High-density worms are prone to appear in rivers with heavy pollution and eutrophication, hindering the exchange of water, worsening the already polluted river. With limited function of river self-purification, the biological utilization and decomposition of pollutants is conducive to river water purification. Controlling the discharge of river pollution has largely prevented the production of high-density worms, thereby preventing more severe effects. In areas with low pollution concentrations, the presence of a certain density of worms is beneficial to the water exchange, thereby reducing the concentration of river pollutants.

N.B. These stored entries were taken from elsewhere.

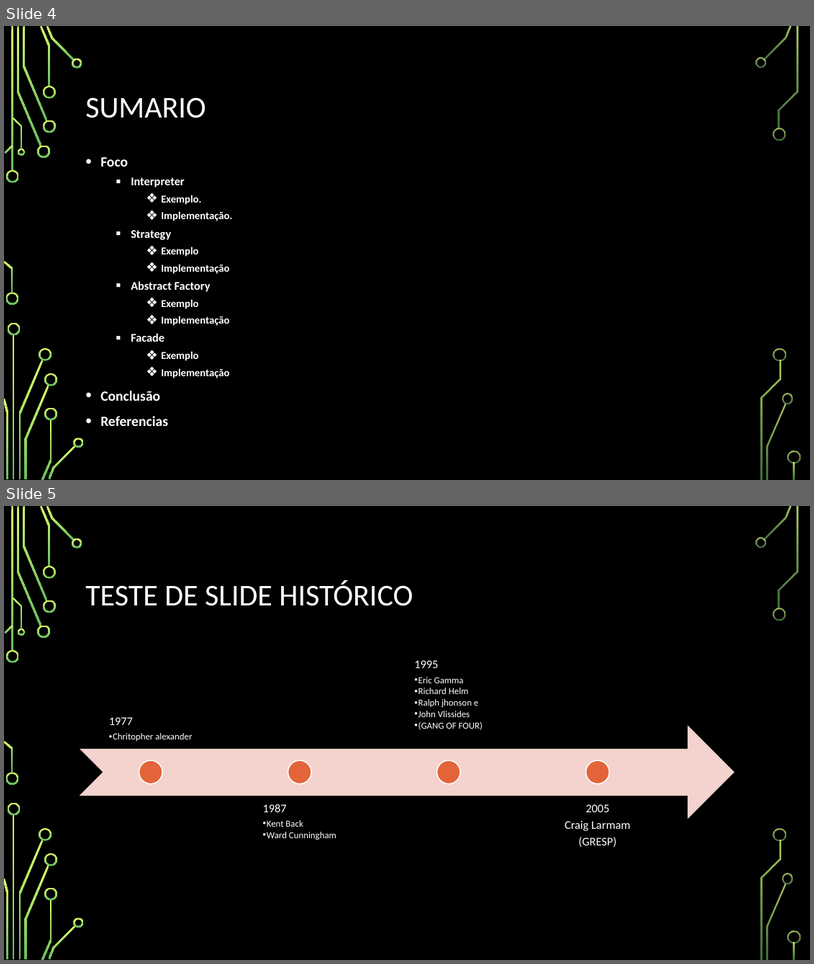
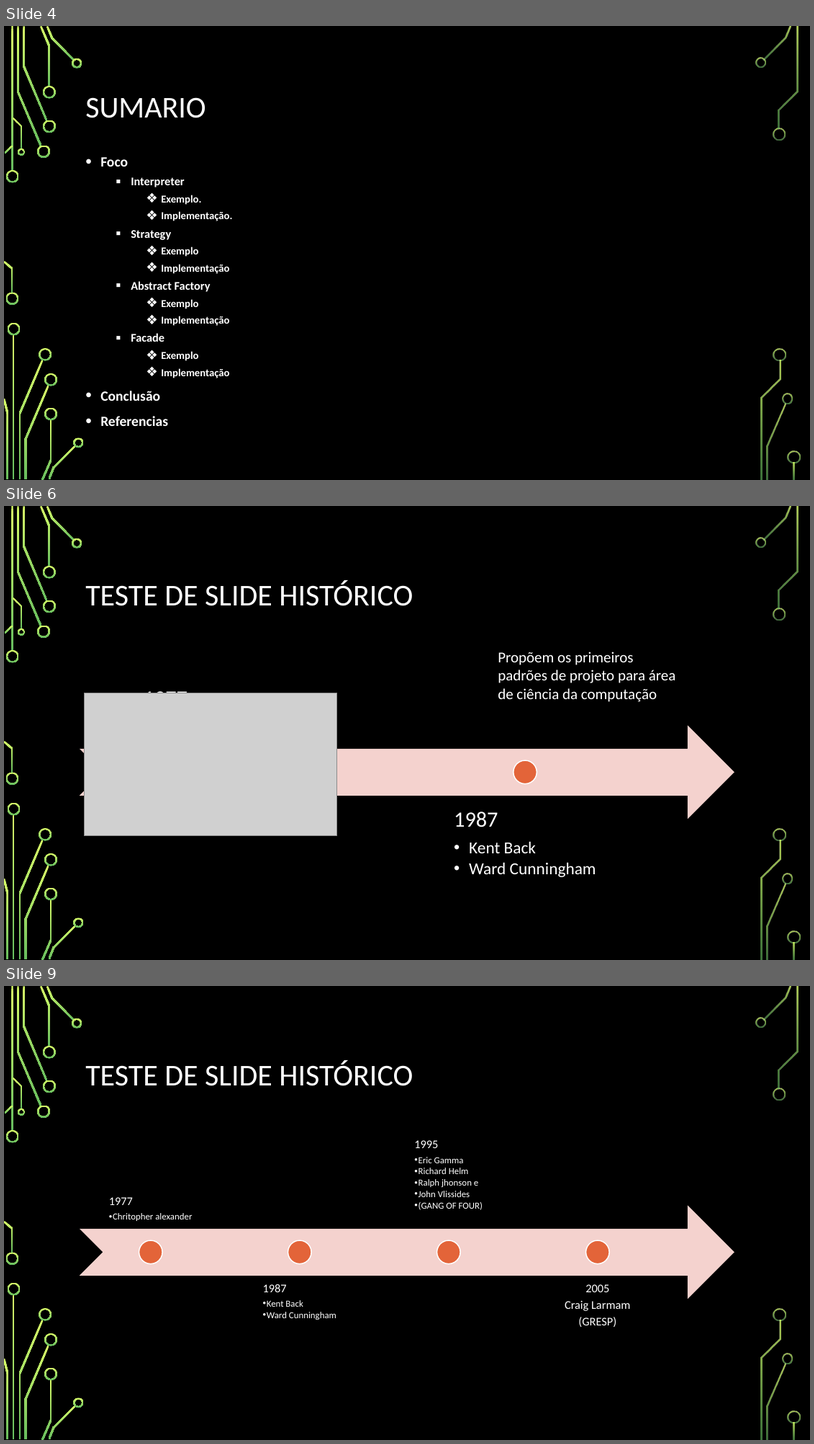
Before and after one commit to Emeson-Santos/Seminario-de-Engenharia---padroes-GoF, a slide deck: PADRÃO DE PROJETO (STRATEGY E INTERPRETER).PPTX. Shown one above the other, each under a label of ours: slides 4 and 5 before the commit, slides 4, 6 and 9 after it; the slides between them are not shown. The pictures are 814x964 and 814x1444 pixels, drawn with LibreOffice and Linux fonts; fonts in the diff are those of the drawing; grey boxes stand for pictures; background and template pictures are left out. Boxes give left, top, right and bottom in pixels: in the first picture for what was removed or moved away, otherwise in the second. Text is boxed around its words. In the diff, an @@ line names an element or a change of style, - is before the commit and + after.

```diff
--- a/PADRÃO DE PROJETO (STRATEGY E INTERPRETER).PPTX
+++ b/PADRÃO DE PROJETO (STRATEGY E INTERPRETER).PPTX
@@ slide 6 added at <box>4,506,810,960</box>, background picture (left out); not listed: 36 template elements that a slide beside it also shows @@
@@ title added at <box>85,580,413,606</box>, 36 pt, text #FFFFFF @@
+TESTE DE SLIDE HISTÓRICO
@@ text added at <box>498,651,676,702</box>, 18 pt, text #FFFFFF @@
+Propõem os primeiros padrões de projeto para área de ciência da computação
@@ picture added at <box>84,693,337,836</box> @@
@@ group added at <box>80,687,735,877</box>: 2 texts, 1 notched right arrow, 1 ellipse @@
+1977
+  •• Chritopher alexander
+1987
+  •• Kent Back
+  •• Ward Cunningham
@@ what was slide 5 is now slide 9 @@
```
Also in this commit, not shown: 13 slides changed, 5 other slides added.

However, the measurement of VWF in this study uses conservative solutes, which may be more suitable to reflect the exchange of non-reactive pollutants at the sediment–water interface, and is by no means a broad representative. The exchange and transformation of reactive solutes is definitely more complicated, involving biochemical reactions, and further experimental studies are needed. Moreover, each species has its own function, which can be studied more diversely in the future.
5. Conclusions
Our research shows that tubificid worms cause effects on the vertical water flux and penetration depth across the SWI and such effects have markable correlation with both density and duration of bioturbation. Within a certain period, when the tubificid density was less than or equal to 20 individual/10 cm2, bioturbation promoted the VWF at the SWI, however, once it exceeded or equaled to 25 individual/10 cm2, negative correlation presented between bioturbation and VWF. However, after reaching a certain time, between day 14 and day 21, the positive impact weakened or even became negative under all density conditions. Moreover, bioturbation of tubificid worms can increase the maximum penetration depth with increasing density. The above effects indicated a correlation between the tubificid density and the water exchange of the SWI. However, this experiment only obtained a short-term result. Additionally, combination of multi-species was not set in this experiment. Future studies should focus on multiple species with a longer experiment period, which would shed light on the more realistic bioturbation on a community level. The results are beneficial to understanding the importance of macroinvertebrate density in river ecosystems, while having certain reference significance to explaining the spatiotemporal heterogeneity of local water exchange.